### YOUR OBJECTIVE
Your output should be the entries below, from the first line up to and including the line with "duct_flange_thickness = 8.0", reproduced exactly and with no other lines.

(Collection entries)
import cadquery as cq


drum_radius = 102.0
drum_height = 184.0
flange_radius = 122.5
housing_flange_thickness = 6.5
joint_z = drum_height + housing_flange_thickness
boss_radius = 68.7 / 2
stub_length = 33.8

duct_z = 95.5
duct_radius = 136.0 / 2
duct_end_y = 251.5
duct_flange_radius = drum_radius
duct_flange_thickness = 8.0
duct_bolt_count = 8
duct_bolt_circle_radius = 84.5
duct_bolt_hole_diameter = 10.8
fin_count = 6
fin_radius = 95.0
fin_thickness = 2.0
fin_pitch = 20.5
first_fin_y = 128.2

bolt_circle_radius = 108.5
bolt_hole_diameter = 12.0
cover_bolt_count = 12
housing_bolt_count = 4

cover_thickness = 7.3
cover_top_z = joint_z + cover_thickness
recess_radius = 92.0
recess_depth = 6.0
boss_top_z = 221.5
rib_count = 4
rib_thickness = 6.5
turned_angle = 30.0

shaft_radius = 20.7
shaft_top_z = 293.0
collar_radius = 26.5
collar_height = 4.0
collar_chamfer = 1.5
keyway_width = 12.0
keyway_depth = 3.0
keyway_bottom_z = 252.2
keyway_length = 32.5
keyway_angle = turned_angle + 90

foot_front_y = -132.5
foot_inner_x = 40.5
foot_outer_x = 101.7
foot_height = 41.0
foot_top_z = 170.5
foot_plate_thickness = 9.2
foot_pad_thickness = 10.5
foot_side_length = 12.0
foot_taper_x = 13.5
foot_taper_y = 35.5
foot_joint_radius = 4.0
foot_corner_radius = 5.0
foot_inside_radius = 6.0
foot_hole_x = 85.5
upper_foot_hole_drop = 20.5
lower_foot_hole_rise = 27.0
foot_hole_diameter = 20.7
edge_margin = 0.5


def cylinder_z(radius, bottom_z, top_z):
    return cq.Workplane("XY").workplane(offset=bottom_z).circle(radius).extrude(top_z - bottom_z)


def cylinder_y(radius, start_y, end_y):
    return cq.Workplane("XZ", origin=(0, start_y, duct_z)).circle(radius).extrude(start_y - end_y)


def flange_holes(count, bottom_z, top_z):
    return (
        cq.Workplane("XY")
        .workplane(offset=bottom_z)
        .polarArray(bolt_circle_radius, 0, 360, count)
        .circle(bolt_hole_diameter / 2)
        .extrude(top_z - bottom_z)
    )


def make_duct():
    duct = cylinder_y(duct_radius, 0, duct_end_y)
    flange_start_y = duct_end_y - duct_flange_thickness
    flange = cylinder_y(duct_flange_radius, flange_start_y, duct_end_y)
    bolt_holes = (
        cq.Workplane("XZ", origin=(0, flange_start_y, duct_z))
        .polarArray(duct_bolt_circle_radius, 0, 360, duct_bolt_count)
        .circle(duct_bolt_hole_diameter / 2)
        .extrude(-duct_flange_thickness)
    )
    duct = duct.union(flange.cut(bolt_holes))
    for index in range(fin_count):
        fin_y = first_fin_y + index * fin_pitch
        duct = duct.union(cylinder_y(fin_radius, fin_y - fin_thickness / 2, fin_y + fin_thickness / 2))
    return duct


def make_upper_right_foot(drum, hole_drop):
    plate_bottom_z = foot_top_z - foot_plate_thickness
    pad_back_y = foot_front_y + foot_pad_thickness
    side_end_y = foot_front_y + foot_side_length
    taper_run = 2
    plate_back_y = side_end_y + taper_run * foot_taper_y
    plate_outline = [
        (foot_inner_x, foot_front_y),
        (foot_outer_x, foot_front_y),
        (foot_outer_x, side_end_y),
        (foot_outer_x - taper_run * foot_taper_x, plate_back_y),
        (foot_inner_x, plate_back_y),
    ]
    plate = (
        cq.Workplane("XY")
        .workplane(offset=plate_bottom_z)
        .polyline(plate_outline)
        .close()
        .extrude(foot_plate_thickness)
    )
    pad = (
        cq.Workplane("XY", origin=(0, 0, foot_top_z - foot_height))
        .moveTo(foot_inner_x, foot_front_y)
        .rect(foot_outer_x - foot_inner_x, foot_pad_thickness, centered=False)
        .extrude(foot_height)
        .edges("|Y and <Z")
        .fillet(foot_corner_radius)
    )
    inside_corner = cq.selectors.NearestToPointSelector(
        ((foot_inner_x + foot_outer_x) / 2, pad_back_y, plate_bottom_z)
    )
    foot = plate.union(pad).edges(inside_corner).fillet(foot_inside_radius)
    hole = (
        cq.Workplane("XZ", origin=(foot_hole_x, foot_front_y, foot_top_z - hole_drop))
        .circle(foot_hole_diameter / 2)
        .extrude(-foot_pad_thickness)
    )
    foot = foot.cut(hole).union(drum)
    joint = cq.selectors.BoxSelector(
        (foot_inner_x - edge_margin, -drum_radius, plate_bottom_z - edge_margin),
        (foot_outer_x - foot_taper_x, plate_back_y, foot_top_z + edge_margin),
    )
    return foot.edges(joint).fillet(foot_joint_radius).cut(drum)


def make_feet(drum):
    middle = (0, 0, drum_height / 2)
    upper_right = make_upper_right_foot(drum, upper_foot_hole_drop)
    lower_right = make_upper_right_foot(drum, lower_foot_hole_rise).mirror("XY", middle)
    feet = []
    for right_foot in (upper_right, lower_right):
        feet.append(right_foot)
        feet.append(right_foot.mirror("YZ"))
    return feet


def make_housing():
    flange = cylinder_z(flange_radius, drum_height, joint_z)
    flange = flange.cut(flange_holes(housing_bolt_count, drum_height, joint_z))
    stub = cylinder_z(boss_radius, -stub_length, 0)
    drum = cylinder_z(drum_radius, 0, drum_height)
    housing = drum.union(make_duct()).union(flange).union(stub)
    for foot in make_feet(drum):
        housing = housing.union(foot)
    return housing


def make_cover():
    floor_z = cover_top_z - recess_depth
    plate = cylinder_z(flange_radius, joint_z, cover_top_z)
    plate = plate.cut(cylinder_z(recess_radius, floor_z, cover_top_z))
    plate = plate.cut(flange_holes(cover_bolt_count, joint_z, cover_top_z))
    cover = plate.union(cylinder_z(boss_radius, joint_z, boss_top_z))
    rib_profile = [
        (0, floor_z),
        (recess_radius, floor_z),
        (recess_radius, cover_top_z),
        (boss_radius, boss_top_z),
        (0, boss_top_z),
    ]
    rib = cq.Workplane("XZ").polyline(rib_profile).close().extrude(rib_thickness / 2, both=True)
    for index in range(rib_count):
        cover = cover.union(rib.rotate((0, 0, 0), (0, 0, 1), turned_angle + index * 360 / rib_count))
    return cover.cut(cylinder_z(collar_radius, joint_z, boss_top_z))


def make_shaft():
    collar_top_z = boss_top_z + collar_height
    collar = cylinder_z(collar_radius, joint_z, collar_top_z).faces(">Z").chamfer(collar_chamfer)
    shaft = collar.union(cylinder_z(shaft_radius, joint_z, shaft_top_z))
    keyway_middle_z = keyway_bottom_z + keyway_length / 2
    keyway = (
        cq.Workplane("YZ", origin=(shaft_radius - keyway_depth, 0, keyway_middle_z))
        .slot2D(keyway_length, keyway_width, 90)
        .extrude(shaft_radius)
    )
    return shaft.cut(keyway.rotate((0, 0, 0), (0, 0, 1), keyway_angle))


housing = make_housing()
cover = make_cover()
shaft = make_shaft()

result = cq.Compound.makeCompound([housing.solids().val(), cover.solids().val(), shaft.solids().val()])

### EXPECTED ANSWER
import cadquery as cq


drum_radius = 102.0
drum_height = 184.0
flange_radius = 122.5
housing_flange_thickness = 6.5
joint_z = drum_height + housing_flange_thickness
boss_radius = 68.7 / 2
stub_length = 33.8

duct_z = 95.5
duct_radius = 136.0 / 2
duct_end_y = 251.5
duct_flange_radius = drum_radius
duct_flange_thickness = 8.0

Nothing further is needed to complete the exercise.